I will always remember that iconic scene in the very first Jurassic Park movie where the T-Rex is stomping after the Jeep and there is this incredible shot where you can see the monster right behind them in the rearview mirror, and then you notice the little sticker that says: Objects in the mirror are closer than they appear.
Twitter (and Facebook and Instagram) are in my rearview. They are only a few months behind me though, so what do I know? Only that they are still out there, looming, and having their due. All I know is that I don’t want to be stalked anymore, or torn in two.
I miss your voice in the Twitterverse, but I'm glad you're enjoying more space.
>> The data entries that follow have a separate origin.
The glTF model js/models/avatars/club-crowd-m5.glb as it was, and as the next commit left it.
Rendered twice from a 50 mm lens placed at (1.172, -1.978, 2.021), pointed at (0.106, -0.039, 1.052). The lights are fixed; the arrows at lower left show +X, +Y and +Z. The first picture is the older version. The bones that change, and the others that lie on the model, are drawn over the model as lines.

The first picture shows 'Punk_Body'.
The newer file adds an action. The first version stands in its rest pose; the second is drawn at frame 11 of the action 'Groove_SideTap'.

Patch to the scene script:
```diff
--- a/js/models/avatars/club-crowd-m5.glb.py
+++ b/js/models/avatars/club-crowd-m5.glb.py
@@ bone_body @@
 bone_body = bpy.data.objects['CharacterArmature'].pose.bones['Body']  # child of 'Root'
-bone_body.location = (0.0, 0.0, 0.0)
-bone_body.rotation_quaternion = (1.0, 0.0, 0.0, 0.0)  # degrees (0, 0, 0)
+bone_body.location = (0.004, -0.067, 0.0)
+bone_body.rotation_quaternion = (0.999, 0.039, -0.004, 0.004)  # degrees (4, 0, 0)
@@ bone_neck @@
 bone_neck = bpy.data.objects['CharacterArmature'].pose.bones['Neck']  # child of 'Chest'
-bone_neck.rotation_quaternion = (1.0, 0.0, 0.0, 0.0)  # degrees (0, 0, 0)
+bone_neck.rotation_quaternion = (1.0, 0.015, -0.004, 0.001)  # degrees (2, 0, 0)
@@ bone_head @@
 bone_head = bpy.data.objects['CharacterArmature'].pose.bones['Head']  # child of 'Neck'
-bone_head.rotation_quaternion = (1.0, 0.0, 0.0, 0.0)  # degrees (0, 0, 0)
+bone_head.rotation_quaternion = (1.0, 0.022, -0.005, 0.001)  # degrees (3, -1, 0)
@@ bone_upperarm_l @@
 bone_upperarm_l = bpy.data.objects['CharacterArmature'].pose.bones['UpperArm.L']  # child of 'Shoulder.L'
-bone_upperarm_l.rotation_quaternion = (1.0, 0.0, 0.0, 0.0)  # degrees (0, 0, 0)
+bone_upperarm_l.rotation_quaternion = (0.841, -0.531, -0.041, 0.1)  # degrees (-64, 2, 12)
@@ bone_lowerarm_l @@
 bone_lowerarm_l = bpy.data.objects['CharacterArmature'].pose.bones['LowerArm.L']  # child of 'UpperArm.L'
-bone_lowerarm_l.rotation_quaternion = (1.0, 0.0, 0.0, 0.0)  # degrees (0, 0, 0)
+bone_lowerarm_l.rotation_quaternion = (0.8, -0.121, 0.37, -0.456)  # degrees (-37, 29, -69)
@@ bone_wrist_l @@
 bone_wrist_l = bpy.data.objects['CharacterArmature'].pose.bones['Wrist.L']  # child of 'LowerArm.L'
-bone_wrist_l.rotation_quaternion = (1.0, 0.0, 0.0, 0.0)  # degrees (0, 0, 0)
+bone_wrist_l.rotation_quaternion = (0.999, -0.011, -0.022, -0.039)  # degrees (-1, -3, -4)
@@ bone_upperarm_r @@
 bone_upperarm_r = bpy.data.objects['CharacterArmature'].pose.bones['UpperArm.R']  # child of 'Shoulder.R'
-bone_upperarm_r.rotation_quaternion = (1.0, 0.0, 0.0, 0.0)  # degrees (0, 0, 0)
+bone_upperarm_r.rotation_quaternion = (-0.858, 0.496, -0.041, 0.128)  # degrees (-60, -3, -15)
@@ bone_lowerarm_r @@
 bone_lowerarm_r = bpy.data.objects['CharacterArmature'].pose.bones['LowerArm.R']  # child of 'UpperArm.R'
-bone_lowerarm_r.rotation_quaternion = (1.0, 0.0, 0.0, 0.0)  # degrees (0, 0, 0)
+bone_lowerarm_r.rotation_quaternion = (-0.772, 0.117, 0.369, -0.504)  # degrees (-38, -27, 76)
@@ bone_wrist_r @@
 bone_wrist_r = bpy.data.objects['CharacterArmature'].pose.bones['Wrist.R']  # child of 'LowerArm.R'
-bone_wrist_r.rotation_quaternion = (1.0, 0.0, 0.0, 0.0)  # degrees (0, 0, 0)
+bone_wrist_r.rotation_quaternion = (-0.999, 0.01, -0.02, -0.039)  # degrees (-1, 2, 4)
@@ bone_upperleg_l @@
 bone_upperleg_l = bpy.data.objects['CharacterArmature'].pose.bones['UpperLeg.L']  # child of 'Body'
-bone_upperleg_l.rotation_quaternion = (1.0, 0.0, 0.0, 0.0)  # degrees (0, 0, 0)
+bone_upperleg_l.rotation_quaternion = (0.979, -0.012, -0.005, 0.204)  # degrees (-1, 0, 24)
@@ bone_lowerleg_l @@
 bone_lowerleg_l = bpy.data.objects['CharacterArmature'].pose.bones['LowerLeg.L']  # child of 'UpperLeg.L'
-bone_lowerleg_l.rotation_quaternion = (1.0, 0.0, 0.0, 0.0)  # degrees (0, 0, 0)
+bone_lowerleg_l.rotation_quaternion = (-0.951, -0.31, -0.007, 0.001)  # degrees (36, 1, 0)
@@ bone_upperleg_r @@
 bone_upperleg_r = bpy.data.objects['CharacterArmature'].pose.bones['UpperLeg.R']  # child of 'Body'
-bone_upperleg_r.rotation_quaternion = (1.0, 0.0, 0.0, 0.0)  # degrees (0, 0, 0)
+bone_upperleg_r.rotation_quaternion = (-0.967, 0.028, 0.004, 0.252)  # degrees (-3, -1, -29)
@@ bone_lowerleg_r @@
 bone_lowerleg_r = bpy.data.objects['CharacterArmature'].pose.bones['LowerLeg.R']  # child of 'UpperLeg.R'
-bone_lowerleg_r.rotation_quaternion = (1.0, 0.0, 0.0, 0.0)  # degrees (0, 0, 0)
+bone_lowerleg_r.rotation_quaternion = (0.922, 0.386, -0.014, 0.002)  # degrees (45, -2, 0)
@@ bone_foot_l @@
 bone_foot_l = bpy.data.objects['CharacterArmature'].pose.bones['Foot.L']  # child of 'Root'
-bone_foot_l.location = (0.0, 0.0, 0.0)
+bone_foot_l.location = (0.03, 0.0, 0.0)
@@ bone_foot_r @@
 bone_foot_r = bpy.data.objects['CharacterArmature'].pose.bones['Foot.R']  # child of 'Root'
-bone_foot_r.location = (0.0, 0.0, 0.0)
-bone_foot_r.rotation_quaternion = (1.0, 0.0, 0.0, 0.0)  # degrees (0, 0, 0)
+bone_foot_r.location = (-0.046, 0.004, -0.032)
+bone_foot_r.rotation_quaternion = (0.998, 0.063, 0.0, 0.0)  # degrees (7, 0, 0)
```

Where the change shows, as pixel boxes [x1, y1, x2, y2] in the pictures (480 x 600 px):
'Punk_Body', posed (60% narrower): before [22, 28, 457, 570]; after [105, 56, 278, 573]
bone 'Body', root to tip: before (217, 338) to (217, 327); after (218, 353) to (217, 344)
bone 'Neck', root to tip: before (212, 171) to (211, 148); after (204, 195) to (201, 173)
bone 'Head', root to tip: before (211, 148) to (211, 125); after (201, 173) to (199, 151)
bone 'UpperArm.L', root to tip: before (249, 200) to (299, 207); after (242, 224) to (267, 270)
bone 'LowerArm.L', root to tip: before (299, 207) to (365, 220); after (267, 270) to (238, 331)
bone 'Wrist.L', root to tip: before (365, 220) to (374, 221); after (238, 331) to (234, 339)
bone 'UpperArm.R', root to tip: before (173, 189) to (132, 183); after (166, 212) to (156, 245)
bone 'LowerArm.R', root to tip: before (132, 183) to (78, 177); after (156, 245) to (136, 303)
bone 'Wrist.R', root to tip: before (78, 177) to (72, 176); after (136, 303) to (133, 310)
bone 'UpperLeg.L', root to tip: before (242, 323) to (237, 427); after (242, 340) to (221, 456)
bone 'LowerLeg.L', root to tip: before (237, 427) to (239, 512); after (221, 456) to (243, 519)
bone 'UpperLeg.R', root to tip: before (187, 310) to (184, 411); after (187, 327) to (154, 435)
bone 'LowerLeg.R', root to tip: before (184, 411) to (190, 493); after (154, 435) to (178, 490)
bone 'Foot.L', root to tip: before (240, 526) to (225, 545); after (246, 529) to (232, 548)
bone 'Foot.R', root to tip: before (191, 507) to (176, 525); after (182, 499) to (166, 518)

I took about a year and a half off socials recently, and to me it felt a bit like stepping out of a train tunnel and climbing a hill above. I could still feel the rumbles occasionally, but they weren't directly in my ears, you know?
Grateful for the work you're putting out here!
“I filled any space and every silence with something. I wonder how many hours - how many days - I have lost? It is a question that grieves me.” This is a question I started asking myself this year at 49. The year my sons are now both adults and leaving the nest. The habit of scrolling and posting takes too much precious time. I have chosen to take the apps off my phone, but then find myself putting them back on while I’m waiting in a long line. What you’ve written here has me considering what I need to do. Thank you for writing this.